Hatte das gleiche Problem bei meinem Hot Chili. Auch mit ner Race Face Kurbel. Warum ist mir bis heute nicht klar. Andere Kette, Umwerfer neu eingestellt usw... 
Seit ich aber ne Shimano Kurbel dran hab, hatte ich keinen Chainsuck mehr!
Vielleicht solltest du über ne neue Kurbel nachdenken?


----------



## matzeberlin (2. September 2008)

franky282 schrieb:


> Ja das tut weh...
> Auch mit ner Race Face Kurbel.
> Seit ich aber ne Shimano Kurbel dran hab, hatte ich keinen Chainsuck mehr!
> Vielleicht solltest du über ne neue Kurbel nachdenken?

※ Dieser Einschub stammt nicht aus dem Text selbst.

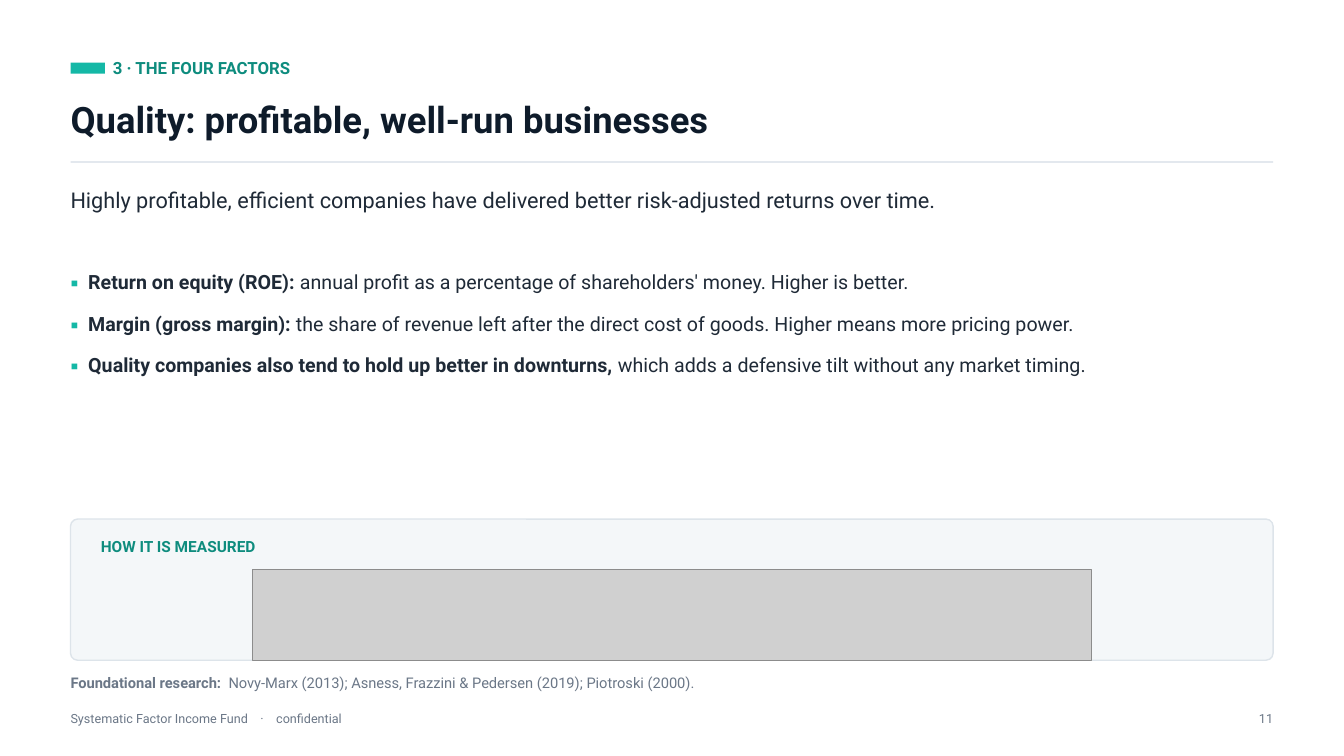
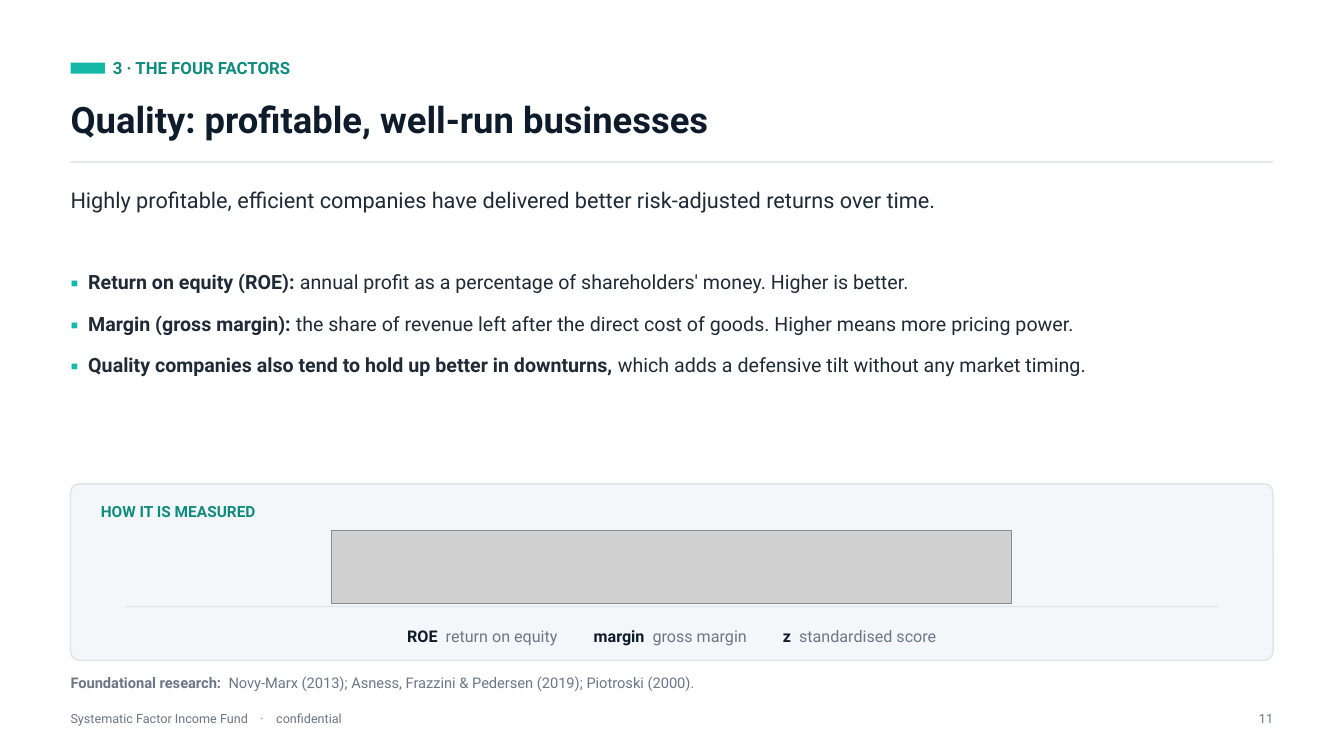
Before and after one commit to diegogomezpy/Portfolio_Algo_Trader, a slide deck: slide 15 of presentation/Systematic-Factor-Income-Fund.pptx. Drawn at 1344x756 pixels with LibreOffice and Linux fonts; fonts in the diff are those of the drawing; grey boxes stand for pictures. Boxes give left, top, right and bottom in pixels: in the first picture for what was removed or moved away, otherwise in the second. Text is boxed around its words. In the diff, an @@ line names an element or a change of style, - is before the commit and + after.

```diff
--- a/presentation/Systematic-Factor-Income-Fund.pptx
+++ b/presentation/Systematic-Factor-Income-Fund.pptx
@@ rounded rectangle: place and size @@
-rounded rectangle at [71,519,1273,660]
+rounded rectangle at [71,484,1273,660]
@@ text "HOW IT IS MEASURED": place and size @@
-text "HOW IT IS MEASURED" at [101,541,256,552]
+text "HOW IT IS MEASURED" at [101,506,256,517]
@@ picture: place and size @@
-picture at [253,570,1092,660]
+picture at [332,530,1012,604]
@@ rectangle added at [126,606,1218,607], fill #DDE4EA @@
@@ text added at [407,630,936,646], 11.5 pt, text #6B7787 @@
+ROE return on equity margin gross margin z standardised score
```
Also in this commit, not shown: 8 other slides changed, 1 other file.

ich hoffe mal ihr meint eher die kettenblätter , denn das ist dann eher möglich das sie nicht zur kette passen (vielleicht die geo der zähne ???)

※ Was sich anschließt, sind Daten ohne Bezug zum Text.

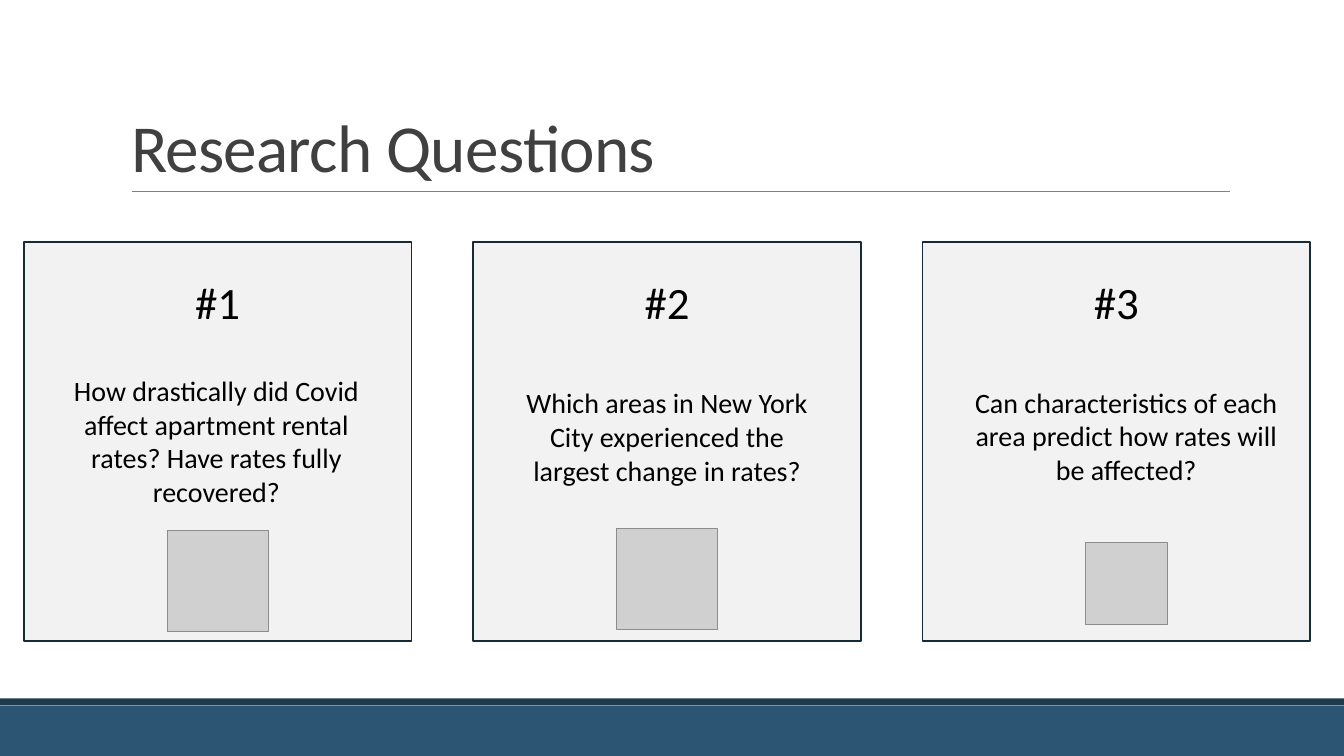
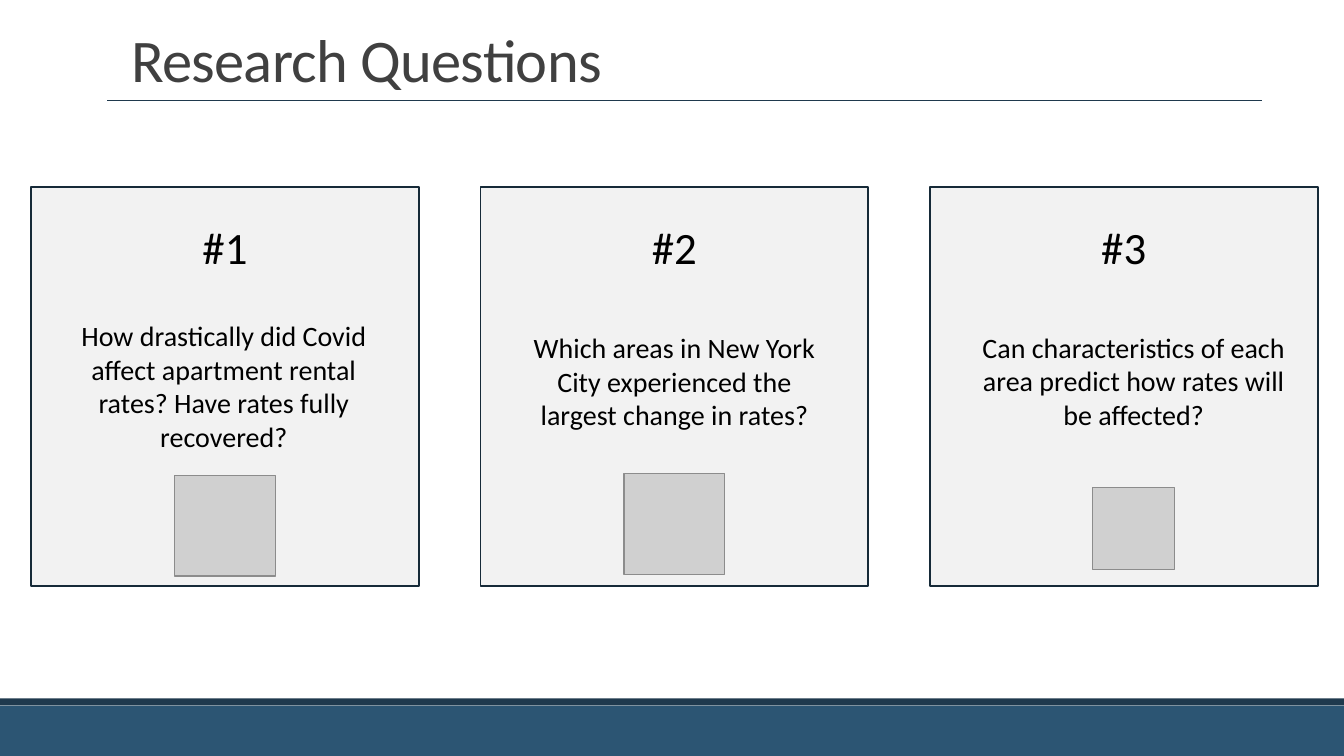
Before and after one commit to jackcopeland11/nyc_apartment_rent_analysis, a slide deck: slide 5 of Covid-19 and the NYC Apartment Market.pptx. Drawn at 1344x756 pixels with LibreOffice and Linux fonts; fonts in the diff are those of the drawing; grey boxes stand for pictures. Boxes give left, top, right and bottom in pixels: in the first picture for what was removed or moved away, otherwise in the second. Text is boxed around its words. In the diff, an @@ line names an element or a change of style, - is before the commit and + after.

```diff
--- a/Covid-19 and the NYC Apartment Market.pptx
+++ b/Covid-19 and the NYC Apartment Market.pptx
@@ title "Research Questions" at [131, 40, 601, 90]: size 48 to 43.2 pt @@
@@ line added from (107, 100) to (1262, 100), #1F394D 1 pt @@
@@ rectangle added at [107, 170, 1254, 199], fill #FFFFFF, outline #FFFFFF 1.25 pt @@
@@ 5 texts, 3 pictures, 1 rectangle: place and size @@
-5 texts, 3 pictures, 1 rectangle at [24, 242, 1277, 641]
+5 texts, 3 pictures, 1 rectangle at [31, 187, 1285, 586]
@@ line removed from (132, 192) to (1231, 192) @@
@@ 2 rectangles, 1 text: place and size @@
-2 rectangles, 1 text at [195, 242, 1311, 641]
+2 rectangles, 1 text at [202, 187, 1319, 586]
```
Also in this commit, not shown: 10 other slides changed, 2 slides added.

jedenfalls imho halt ichs für schwachsinn das es die kurbel sein soll die schuld ist


----------



## franky282 (2. September 2008)

> jedenfalls imho halt ichs für schwachsinn das es die kurbel sein soll die schuld ist



Scherzkeks! 
Klar mein ich die Kettenblätter. Hab mich wohl falsch ausgedrückt. Danke für den Hinweis.


----------



## kadettkai (2. November 2008)

Hallo!
Hab mir auch vor nem Monat ein Vertex 50 gekauft.
Bin jetzt ca 100 km gefahren und heute hatte ich auch ein chain suck auf der tour.
Ich schaltete vom mittleren auf das kleine Ritzel und hinten war ich in der mitte.
Da hat es mir auch die Kette zwischen Race Face kurbel und Strebe geklemmt.
Dann bekamm ich sie fast nicht raus, als sie sie endlich drausen hatte sah ich die mega kratzer in der Strebe  und des weiteren ist die kette noch leicht verbogen und es fährt sich nicht mehr sauber.
Wie gesagt das bike ist ein monat alt und ca 100km gefahren was soll ich machen?
Werd auf jeden fall zum hädler gehen hat irgend jemand erfahrung mit so nem fall?
Chain sucks können ja passieren aber ärgerlich ist es trotzdem zumal noch die kette was abgekriegt hat und das bike fast neu ist.


----------